> **TASK ITEM**:
Report each line of the entries below that includes "scene".

> **INPUT FOR THIS TASK**:
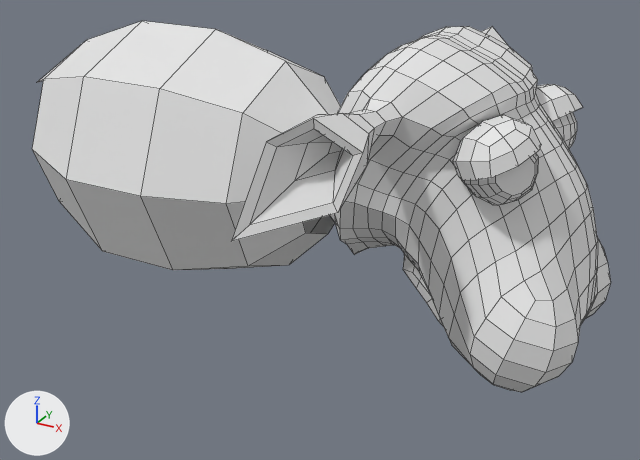
One commit to the FBX model Assets/LD35/Models/Sheep.fbx: the scene before it, then after it.
Before and after are seen from a camera (50 mm lens) standing at (4.5, -5.82, 4.29) and looking at (1.25, 0.08, 1.34). Arrows for +X, +Y and +Z are at lower left; the lights stay in place. Mesh edges are drawn as thin lines.

Names of what the first picture shows: 'ShBody', 'ShEyes', 'ShHead'.
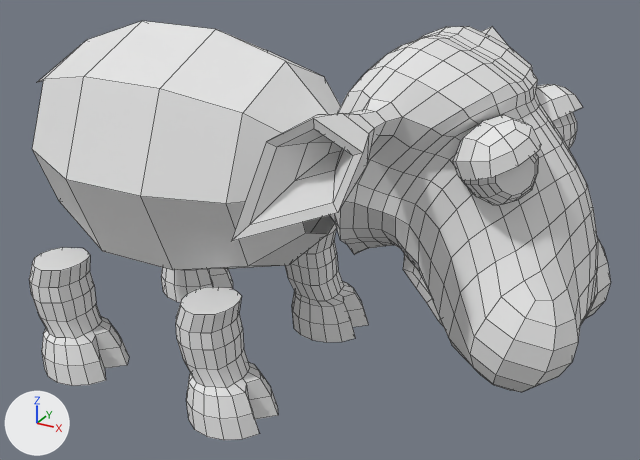
Commit message: Add sheep hoofs

Changed parts and their boxes [x1, y1, x2, y2] in the pictures (640 x 460 px):
'ShHoofs', added: after [29, 223, 369, 440]

What changed in the scene script:
```text
Add me_hoof:
    me_hoof.from_pydata(...)  # 512 vertices, 456 faces; spans x -1.1..1.29, y -1.21..1.21, z 0.0..0.98
Add ob_shhoofs:
    ob_shhoofs = bpy.data.objects.new('ShHoofs', me_hoof)
    ob_shhoofs.location = (0.0, 0.0, 0.0)
```

> **REPLY**:
One commit to the FBX model Assets/LD35/Models/Sheep.fbx: the scene before it, then after it.
What changed in the scene script:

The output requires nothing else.